Google Develops Next-Gen AI Chip with 10x Performance Boost - Maeil Business Newspaper
Key Points
- 1Google unveiled Gemini 2.5 Flash, a cost-effective and efficient large language model designed for rapid processing in high-volume scenarios.
- 2Concurrently, Google introduced Ironwood, its 7th-generation AI chip (TPU) specifically optimized for LLM inference, boasting over 10 times the performance of its predecessor.
- 3Ironwood features 198GB HBM and aims to reduce reliance on Nvidia by providing a specialized inference solution, enabling services like Gemini 2.5 Flash to operate more competitively.

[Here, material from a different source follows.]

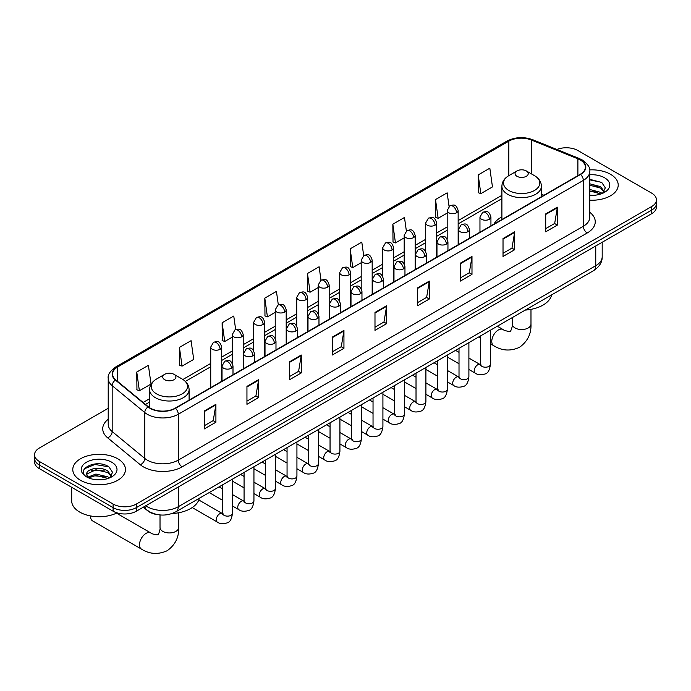 <?xml version="1.0" encoding="UTF-8"?>
<svg xmlns="http://www.w3.org/2000/svg" width="691" height="691" viewBox="0 0 691 691"><rect width="100%" height="100%" fill="white"/><g stroke="black" fill="none" stroke-linecap="round" stroke-linejoin="round"><path stroke-width="1.04" d="M501.899 216.853A29.082 16.791 0 0 0 493.91 224.126M158.135 514.709A16.463 9.501 180 0 1 147.727 510.822L143.313 507.185M108.211 408.286L39.37 448.027A16.463 9.501 0 0 0 34.55 454.747L34.55 461.916A16.463 9.501 0 0 0 39.37 468.636L113.091 511.193A16.463 9.501 0 0 0 136.369 511.193L651.63 213.718A16.463 9.501 0 0 0 656.45 206.998L656.45 203.413A16.463 9.501 0 0 1 651.63 210.133A16.463 9.501 0 0 0 656.45 203.413L656.45 199.829A16.463 9.501 0 0 0 651.63 193.109L577.909 150.543A16.463 9.501 0 0 0 556.86 149.472M34.55 454.747A16.463 9.501 0 0 0 39.37 461.467L113.091 504.033A16.463 9.501 0 0 0 136.369 504.033L136.369 507.617L651.63 210.133L136.369 507.617A16.463 9.501 0 0 1 113.091 507.617A16.463 9.501 0 0 0 136.369 507.617L136.369 511.193M39.37 461.467L39.37 465.052L113.091 507.617L39.37 465.052A16.463 9.501 0 0 1 34.55 458.332A16.463 9.501 0 0 0 39.37 465.052L39.37 468.636M610.498 174.287A26.336 15.202 0 0 0 589.665 169.891A26.336 15.202 0 0 1 610.498 174.287A26.336 15.202 0 0 1 618.212 185.041A26.336 15.202 0 0 0 610.498 174.287M117.746 458.781A26.336 15.202 0 0 0 89.044 455.481A26.336 15.202 0 0 0 72.788 469.535A26.336 15.202 0 0 0 80.502 480.288A26.336 15.202 0 0 0 109.204 483.579A26.336 15.202 0 0 0 125.46 469.535A26.336 15.202 0 0 0 117.746 458.781A26.336 15.202 0 0 0 89.044 455.481A26.336 15.202 0 0 0 72.788 469.535A26.336 15.202 0 0 0 80.502 480.288A26.336 15.202 0 0 0 109.204 483.579A26.336 15.202 0 0 0 125.46 469.535A26.336 15.202 0 0 0 117.746 458.781M580.241 159.949A17.56 10.14 180 0 1 585.381 167.118A17.56 10.14 180 0 1 580.241 174.287L175.169 408.156A17.56 10.14 180 0 1 148.375 406.8L115.777 379.92A17.56 10.14 180 0 1 112.598 374.107A17.56 10.14 180 0 1 117.738 366.938L508.852 141.137A17.56 10.14 180 0 1 531.336 139.997L577.892 158.818A17.56 10.14 180 0 1 580.241 159.949M580.544 159.776A18.001 10.391 0 0 0 578.142 158.61L531.595 139.789A18.001 10.391 0 0 0 508.541 140.955L117.427 366.757A18.001 10.391 0 0 0 115.414 380.067L148.012 406.947A18.001 10.391 0 0 0 175.479 408.329L580.544 174.469A18.001 10.391 0 0 0 580.544 159.776M204.268 411.024L204.268 428.938L215.912 422.218L215.912 404.304L204.268 411.024M204.268 425.76L213.234 420.586L215.86 404.9A4.388 2.531 -120 0 0 215.912 404.304M213.156 420.629L215.912 422.218M246.946 386.381L246.946 404.304L258.589 397.584L258.589 379.661L246.946 386.381M246.946 401.125L255.912 395.943L258.538 380.257A4.388 2.531 -120 0 0 258.589 379.661M255.834 395.995L258.589 397.584M289.633 361.739L289.633 379.661L301.267 372.941L301.267 355.019L289.633 361.739M289.633 376.483L298.59 371.309L301.224 355.615A4.388 2.531 -120 0 0 301.267 355.019M298.512 371.352L301.267 372.941M332.311 337.096L332.311 355.019L343.945 348.299L343.945 330.376L332.311 337.096M332.311 351.84L341.276 346.666L343.902 330.972A4.388 2.531 -120 0 0 343.945 330.376M341.199 346.709L343.945 348.299M545.709 213.899L545.709 231.813L557.343 225.093L557.343 207.17L545.709 213.899M545.709 228.635L554.674 223.461L557.3 207.766A4.388 2.531 -120 0 0 557.343 207.17M554.588 223.504L557.343 225.093M503.022 238.533L503.022 256.456L514.665 249.736L514.665 231.813L503.022 238.533M503.022 253.277L511.988 248.104L514.622 232.409A4.388 2.531 -120 0 0 514.665 231.813M511.91 248.147L514.665 249.736M460.344 263.176L460.344 281.099L471.988 274.379L471.988 256.456L460.344 263.176M460.344 277.92L469.31 272.738L471.936 257.052A4.388 2.531 -120 0 0 471.988 256.456M469.232 272.79L471.988 274.379M417.666 287.819L417.666 305.742L429.31 299.022L429.31 281.099L417.666 287.819M417.666 302.554L426.632 297.38L429.258 281.695A4.388 2.531 -120 0 0 429.31 281.099M426.554 297.424L429.31 299.022M374.988 312.462L374.988 330.376L386.632 323.656L386.632 305.742L374.988 312.462M374.988 327.197L383.954 322.023L386.58 306.329A4.388 2.531 -120 0 0 386.632 305.742M383.876 322.066L386.632 323.656M589.769 200.2A26.336 15.202 0 0 0 618.212 185.041A26.336 15.202 0 0 1 589.769 200.2M136.369 504.033L651.63 206.549A16.463 9.501 0 0 0 656.45 199.829M235.657 329.547L233.757 316.046L222.113 322.766L222.303 340.577M179.435 347.4L182.061 366.126L193.705 359.406L191.079 340.68L179.435 347.4L179.625 365.219M136.758 372.043L139.383 390.769L151.027 384.049L148.401 365.323L136.758 372.043L136.948 389.854M363.682 255.584L361.799 242.118L350.156 248.838L350.346 266.648M406.368 230.975L404.477 217.475L392.834 224.195L393.024 242.014M449.055 206.402L447.155 192.841L435.511 199.561L435.701 217.371M478.198 174.918L480.824 193.644L492.458 186.924L489.833 168.198L478.198 174.918L478.379 192.729M278.326 304.869L276.435 291.403L264.8 298.123L264.981 315.934M321.004 280.209L319.112 266.761L307.478 273.481L307.668 291.291M307.478 273.481L310.104 292.207L318.205 287.525M310.104 292.207L307.478 291.222M350.156 248.838L352.781 267.564L361.194 262.71M352.781 267.564L350.156 266.579M392.834 224.195L395.459 242.921L404.183 237.885M395.459 242.921L392.834 241.945M435.511 199.561L438.146 218.287L447.181 213.07M438.146 218.287L435.511 217.302M480.824 193.644L478.198 192.659M264.8 298.123L267.426 316.849L275.217 312.349M267.426 316.849L264.8 315.865M222.113 322.766L224.748 341.484L232.228 337.165M224.748 341.484L222.113 340.508M182.061 366.126L179.435 365.142M139.383 390.769L136.758 389.784M589.769 195.182L593.042 195.346M589.769 189.489L600.643 192.357L602.094 193.523M589.769 190.915L600.902 193.955M589.769 183.806L600.643 186.665L604.21 191.588M589.769 185.223L600.643 188.09L603.925 191.96M589.769 195.303A17.888 10.33 0 0 0 604.53 192.348A17.888 10.33 0 0 0 604.53 177.742A17.888 10.33 0 0 0 589.769 174.788M602.517 193.342L605.325 187.84L601.775 182.502L589.769 179.306M589.769 179.859L601.533 182.338M589.769 185.551L597.577 186.518M589.769 191.234L597.577 192.21M501.899 219.522L501.899 186.225A19.754 11.402 0 0 0 507.686 194.292A19.754 11.402 0 0 0 529.211 196.762A19.754 11.402 0 0 0 541.407 186.225C541.26 181.828 538.954 178.304 534.48 175.652L526.309 170.927A6.582 3.801 0 0 0 516.998 170.927A6.582 3.801 0 0 0 516.998 176.309A6.582 3.801 0 0 0 526.309 176.309A6.582 3.801 0 0 0 526.309 170.927L534.48 175.652A18.147 10.477 0 0 1 534.48 190.466A18.147 10.477 0 0 1 508.818 190.466A18.147 10.477 0 0 1 508.818 175.652L508.852 141.137M525.281 310.086A30.179 17.422 0 0 0 551.608 294.884M90.59 516.574L90.59 515.944A9.329 5.39 120 0 0 90.59 516.574A9.329 5.39 120 0 0 92.516 520.841L141.405 549.069A9.329 5.39 -60 0 1 139.979 541.597A9.329 5.39 -60 0 1 146.069 533.374A9.329 5.39 -60 0 1 150.733 532.916C151.795 534.186 158.87 535.465 157.868 534.54C158.17 535.87 160.588 529.107 160.018 527.553A9.329 5.39 180 0 0 162.756 531.362A9.329 5.39 180 0 0 175.946 531.362A9.329 5.39 180 0 0 178.675 527.553C179.073 537.209 175.246 544.923 167.196 550.701C158.17 554.787 149.576 554.242 141.405 549.069M164.691 379.705A6.582 3.801 0 0 0 174.002 379.705A6.582 3.801 0 0 0 174.002 374.332L182.182 379.048A18.147 10.477 0 0 1 182.182 393.861A18.147 10.477 0 0 1 156.52 393.861A18.147 10.477 0 0 1 156.52 379.048C152.046 381.7 149.74 385.224 149.593 389.62A19.754 11.402 0 0 0 155.38 397.688A19.754 11.402 0 0 0 176.913 400.158A19.754 11.402 0 0 0 189.101 389.62C188.954 385.224 186.648 381.7 182.182 379.048L174.002 374.332A6.582 3.801 0 0 0 164.691 374.332A6.582 3.801 0 0 0 164.691 379.705M172.042 513.543A30.179 17.422 0 0 0 199.31 498.28M71.691 487.293L71.691 500.897A27.433 15.841 0 0 0 79.724 512.091A27.433 15.841 0 0 0 117.047 512.886M96.153 479.718L100.281 479.839M87.93 477.092L95.911 474.043L107.891 476.842L109.342 478.008M88.664 477.861L95.911 475.468L108.15 478.448M88.051 477.645L86.772 474.639A12.403 7.16 0 0 0 88.768 477.956M111.45 476.073L107.891 471.158C100.445 465.604 85.131 469.034 86.772 474.639L86.721 474.095M86.798 474.812L87.144 473.888L95.911 469.776L107.891 472.575L111.173 476.445M109.765 477.835L112.564 472.333L109.023 466.986C96.472 457.969 74.17 469.854 87.049 477.144L87.688 477.533M111.769 462.227A17.888 10.33 0 0 0 86.47 462.227A17.888 10.33 0 0 0 86.47 476.833A17.888 10.33 0 0 0 111.769 476.833A17.888 10.33 0 0 0 111.769 462.227M84.432 468.783L94.935 464.473L108.781 466.831M90.996 470.882L94.935 470.165L104.816 471.012M90.996 476.565L94.935 475.857L104.816 476.704M145.758 505.777A21.948 12.671 0 0 0 147.235 506.719A21.948 12.671 0 0 0 178.278 506.719L595.754 265.69A21.948 12.671 0 0 0 602.189 256.724C602.345 262.174 599.442 266.83 593.483 270.708L175.998 511.737A10.978 6.34 60 0 0 178.278 506.719L178.278 487.008M595.754 245.97L595.754 265.69A10.978 6.34 60 0 1 593.483 270.708M144.868 506.287A10.978 7.342 129.5 0 0 146.786 509.854L143.452 507.108M651.63 213.718L651.63 206.549M113.091 511.193L113.091 504.033M589.769 212.275A27.433 15.841 180 0 1 587.22 232.979L182.156 466.84A5.485 3.17 60 0 1 178.278 460.12L583.342 226.259A21.948 12.671 0 0 0 589.769 217.302L589.769 171.42A21.948 12.671 180 0 1 583.342 180.386A5.485 3.17 -120 0 0 580.544 174.469M182.156 466.84A27.433 15.841 180 0 1 143.357 466.84A27.433 15.841 180 0 1 140.282 464.732L107.684 437.852A27.433 15.841 180 0 1 108.211 419.264M147.235 460.12A21.948 12.671 0 0 0 178.278 460.12L178.278 414.246A21.948 12.671 180 0 1 144.773 412.553L112.175 385.673A21.948 12.671 180 0 1 108.211 378.409L108.211 424.283A21.948 12.671 0 0 0 112.175 431.555L144.773 458.435A21.948 12.671 0 0 0 147.235 460.12M589.769 171.42C590.503 167.991 587.981 164.173 582.202 159.949L579.317 158.55A5.485 2.574 112 0 0 578.142 158.61M579.317 158.55L532.77 139.729C523.674 136.516 515.045 136.982 506.883 141.128A5.485 3.17 60 0 1 508.541 140.955M117.427 366.757A5.485 3.17 -120 0 0 115.777 366.938C110.076 371.032 107.554 374.859 108.211 378.409M115.414 380.067A5.485 3.671 129.5 0 0 112.175 385.673L112.175 431.555A5.485 3.671 -50.5 0 1 107.684 437.852M532.77 139.729A5.485 2.574 112 0 0 531.595 139.789M148.012 406.947A5.485 3.671 129.5 0 0 144.773 412.553L144.773 458.435A5.485 3.671 -50.5 0 1 140.282 464.732M175.479 408.329A5.485 3.17 60 0 1 178.278 414.246L583.342 180.386L583.342 226.259A5.485 3.17 60 0 0 587.22 232.979M117.738 366.938L117.738 381.544M577.892 158.818L577.892 175.644M531.336 139.997L531.336 173.838M543.912 195.259L541.407 194.249M501.899 195.328L458.15 220.584M447.181 226.916L436.66 232.997M425.682 239.328L415.161 245.4M404.183 251.74L393.663 257.812M382.693 264.152L372.173 270.224M361.194 276.555L350.674 282.636M339.704 288.968L329.184 295.04M318.205 301.38L307.685 307.452M296.715 313.792L286.195 319.864M275.217 326.195L264.696 332.276M253.727 338.607L243.206 344.679M232.228 351.019L221.707 357.092M210.729 363.431L182.908 379.489M149.593 398.724L143.115 402.464M374.988 313.023L386.58 306.329M417.666 288.389L429.258 281.695M460.344 263.746L471.936 257.052M503.022 239.103L514.622 232.409M545.709 214.46L557.3 207.766M332.311 337.666L343.902 330.972M289.633 362.309L301.224 355.615M246.946 386.951L258.538 380.257M204.268 411.586L215.86 404.9M530.982 309.361L530.982 324.157A9.329 5.39 180 0 1 528.244 327.957A9.329 5.39 180 0 1 515.054 327.957A9.329 5.39 180 0 1 512.325 324.157C512.886 325.711 510.468 332.475 510.165 331.144C511.167 332.069 504.102 330.782 503.031 329.512L497.33 326.221M530.982 324.157C531.379 333.805 527.553 341.527 519.494 347.305C510.468 351.391 501.873 350.847 493.702 345.673A9.329 5.39 -60 0 1 492.277 338.201A9.329 5.39 -60 0 1 498.366 329.978A9.329 5.39 -60 0 1 503.031 329.512M489.332 219.289A5.485 3.17 0 0 0 490.938 217.052C488.71 210.012 486.542 211.42 482.707 212.301A5.485 3.17 60 0 1 485.453 212.569A5.485 3.17 -120 0 1 489.332 219.289A5.485 3.17 0 0 1 481.567 219.289A5.485 3.17 0 0 1 479.96 217.052L482.707 212.301M468.895 369.469L475.218 373.123A4.941 2.85 -60 0 1 474.467 369.158A4.941 2.85 -60 0 1 477.688 364.813A4.941 2.85 -60 0 1 477.913 364.693A4.941 2.85 -60 0 1 480.159 364.563L468.895 358.059M480.798 365.064L480.357 365.427L480.513 364.364A4.941 2.85 -0 0 0 481.955 366.377A4.941 2.85 -0 0 0 488.718 366.498A4.941 2.85 -0 0 0 490.385 364.364C489.712 370.1 487.932 373.295 485.065 373.969C480.936 375.23 477.654 374.945 475.218 373.123M467.833 231.701A5.485 3.17 0 0 0 469.439 229.464C467.22 222.424 465.052 223.824 461.208 224.713A5.485 3.17 60 0 1 463.955 224.981A5.485 3.17 -120 0 1 467.833 231.701A5.485 3.17 0 0 1 460.076 231.701A5.485 3.17 0 0 1 458.47 229.464L461.208 224.713M447.397 381.873L453.728 385.526A4.941 2.85 -60 0 1 452.968 381.57A4.941 2.85 -60 0 1 456.198 377.217A4.941 2.85 -60 0 1 456.414 377.105A4.941 2.85 -60 0 1 458.669 376.975L447.397 370.471M459.299 377.476L458.859 377.839L459.014 376.768A4.941 2.85 -0 0 0 460.465 378.789A4.941 2.85 -0 0 0 467.22 378.91A4.941 2.85 -0 0 0 468.895 376.768C468.213 382.503 466.442 385.708 463.566 386.381C459.437 387.634 456.155 387.349 453.728 385.526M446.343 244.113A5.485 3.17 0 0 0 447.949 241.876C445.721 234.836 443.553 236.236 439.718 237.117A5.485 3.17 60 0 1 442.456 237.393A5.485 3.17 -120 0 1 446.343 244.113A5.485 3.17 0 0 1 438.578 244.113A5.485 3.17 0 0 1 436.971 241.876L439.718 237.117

Google has unveiled new artificial intelligence (AI) models and AI semiconductor hardware, aimed at enhancing performance and cost-efficiency while reducing dependency on NVIDIA. During its 'Next 2025' annual event in Las Vegas, Google Cloud introduced the Gemini 2.5 Flash, a more accessible and cost-effective variant of its latest large language model (LLM), Gemini 2.5. The Gemini 2.5 Flash is designed to automatically adjust processing time based on the complexity of a query, enabling faster responses for simpler requests and thereby offering lower service costs. This makes it suitable for high-volume scenarios such as customer service, real-time information processing, and virtual assistants where efficiency is paramount.
Concurrently, Google revealed its 7th-generation AI accelerator, named Ironwood, a Tensor Processing Unit (TPU) specifically optimized for AI inference tasks. Ironwood's core methodology focuses on efficiently serving LLMs to a large user base, especially by supporting functionalities like Mixture of Experts (MoE) and advanced reasoning capabilities that are increasingly adopted by modern LLMs. Google states that Ironwood delivers over a 10x performance improvement compared to its predecessor, the TPUv5p, released in 2023. The chip is equipped with 198GB of High Bandwidth Memory (HBM), which allows for the processing of larger models and datasets. This HBM integration reduces the necessity for frequent data transfers, consequently enhancing overall performance. Samsung Electronics is noted as the supplier of the HBM to Google, facilitated through Broadcom, a co-developer of the TPU. The combination of Ironwood and Gemini 2.5 Flash is anticipated to provide competitive inference costs, positioning Google to reduce its reliance on NVIDIA, which currently dominates over 80% of the AI accelerator market and is also shifting its focus from AI training to inference.
Additionally, Google announced the 'Agent2Agent' protocol for inter-agent communication and confirmed support for the open-source MCP protocol. Thomas Kurian, CEO of Google Cloud, stated that over 4 million developers are currently utilizing Gemini.